One person in five has a combinatio­n of genes that puts them at high risk of suffering a heart attack.

But a study led by experts at Harvard University and Massachuse­tts General Hospital found even these people are still in control of their fate. Keeping fit, not smoking and staying slim cut their risk by nearly half, the researcher­s found.

The findings, based on data from more than 55 000 people, stresses the importance of lifestyle as a risk factor.

Lead author Dr Sekar Kathiresan, whose work is published in the New England Journal of Medicine, said: “The message is that DNA is not destiny. Many individual­s – physicians and the public – have looked on genetic risk as unavoidabl­e, but for heart attack that is not the case.”
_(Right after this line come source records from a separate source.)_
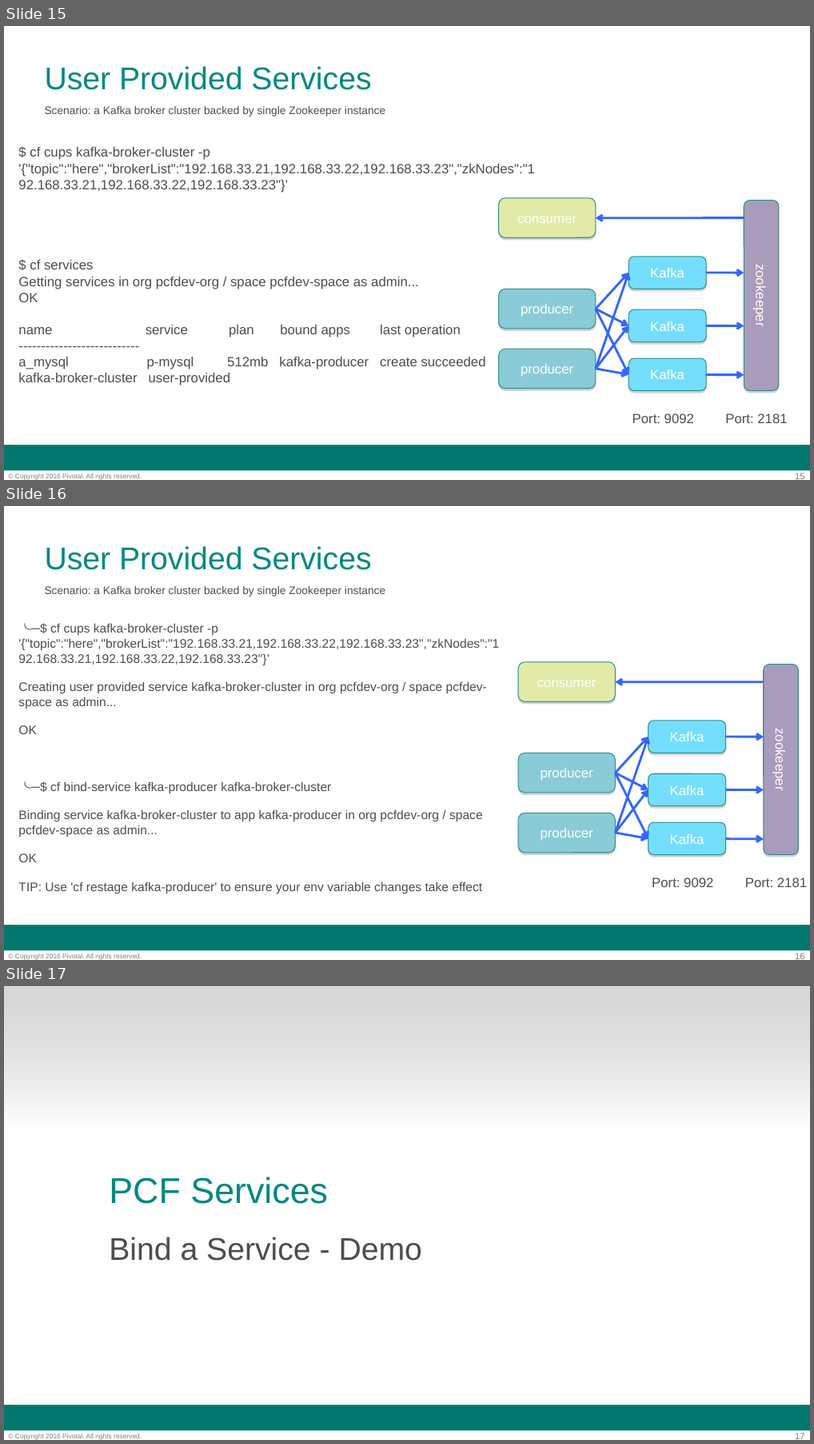
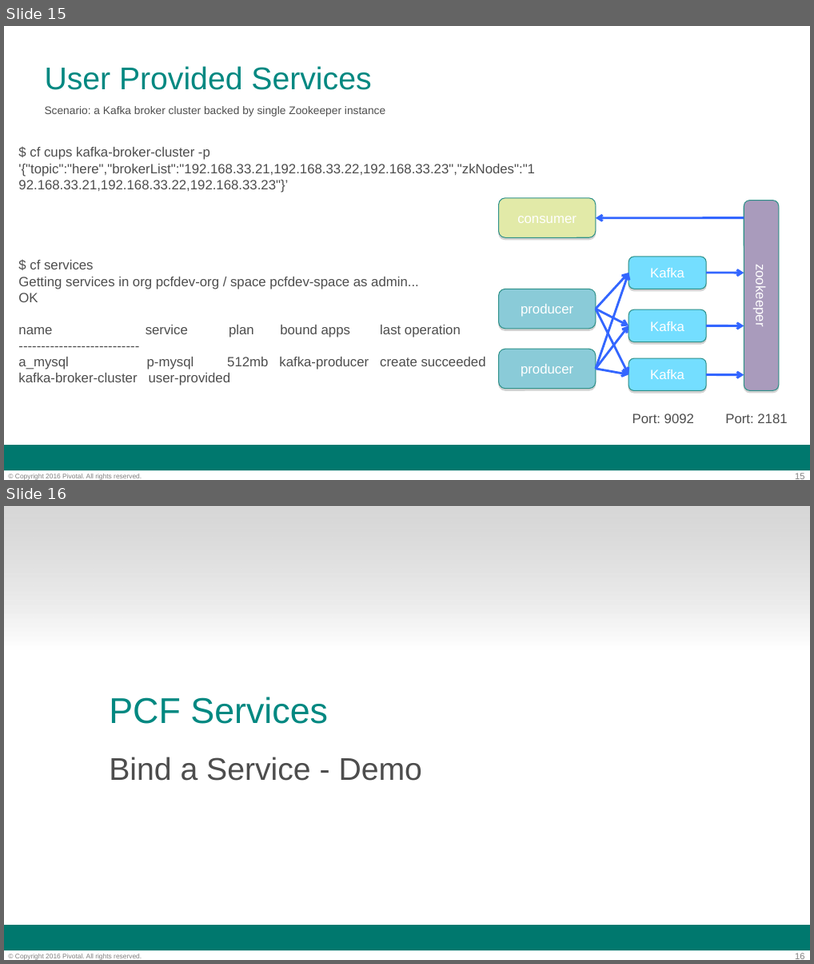
Before and after one commit to phopper-pivotal/PCF-Workshop, a slide deck: PCF-Workshop-Developer/slides/02-Dev_Workshop-Services_Overview.ppt. Shown one above the other, each under a label of ours: slides 15, 16 and 17 before the commit, slides 15 and 16 after it. The pictures are 814x1444 and 814x964 pixels, drawn with LibreOffice and Linux fonts; fonts in the diff are those of the drawing; background and template pictures are left out. Boxes give left, top, right and bottom in pixels: in the first picture for what was removed or moved away, otherwise in the second. Text is boxed around its words. In the diff, an @@ line names an element or a change of style, - is before the commit and + after.

Commit message:
add back 07 slide to dev track, minor slide updates

```diff
--- a/PCF-Workshop-Developer/slides/02-Dev_Workshop-Services_Overview.ppt
+++ b/PCF-Workshop-Developer/slides/02-Dev_Workshop-Services_Overview.ppt
@@ slide 16 removed at [4,506,810,960], background #FFFFFF; not listed: 3 template elements that a slide beside it also shows @@
@@ title removed at [45,546,371,570] @@
-User Provided Services
@@ text removed at [45,586,386,596] @@
-Scenario: a Kafka broker cluster backed by single Zookeeper instance
@@ text removed at [18,623,499,893] @@
-╰─$ cf cups kafka-broker-cluster -p '{"topic":"here","brokerList":"192.168.33.21,192.168.33.22,192.168.33.23","zkNodes":"192.168.33.21,192.168.33.22,192.168.33.23"}’
-Creating user provided service kafka-broker-cluster in org pcfdev-org / space pcfdev-space as admin...
-OK
-╰─$ cf bind-service kafka-producer kafka-broker-cluster
-Binding service kafka-broker-cluster to app kafka-producer in org pcfdev-org / space pcfdev-space as admin...
-OK
-TIP: Use 'cf restage kafka-producer' to ensure your env variable changes take effect
@@ group removed at [518,662,807,887]: 10 arrows, 7 rounded rectangles, 2 texts @@
-zookeeper
-Kafka
-Kafka
-Kafka
-consumer
-producer
-producer
-Port: 9092
-Port: 2181
@@ what was slide 17 is now slide 16 @@
@@ page number at [795,952,805,959]: text changed @@
-17
+16
```
Also in this commit, not shown: 1 other file.

The researcher­s, who presented their findings at the American Heart Associatio­n’s Scientific Sessions in New Orleans, used the results of four huge datasets, which tracked different groups of US citizens for at least 20 years. Each participan­t was assigned a genetic risk score, based on whether they carried any of 50 gene variants linked to elevated heart attack risk.

Across the studies, those with the highest one-fifth of genetic scores were nearly twice as likely as those with the lowest fifth of scores to suffer a major coronary event. But when the scientists looked at lifestyle, they found this additional risk almost disappeare­d.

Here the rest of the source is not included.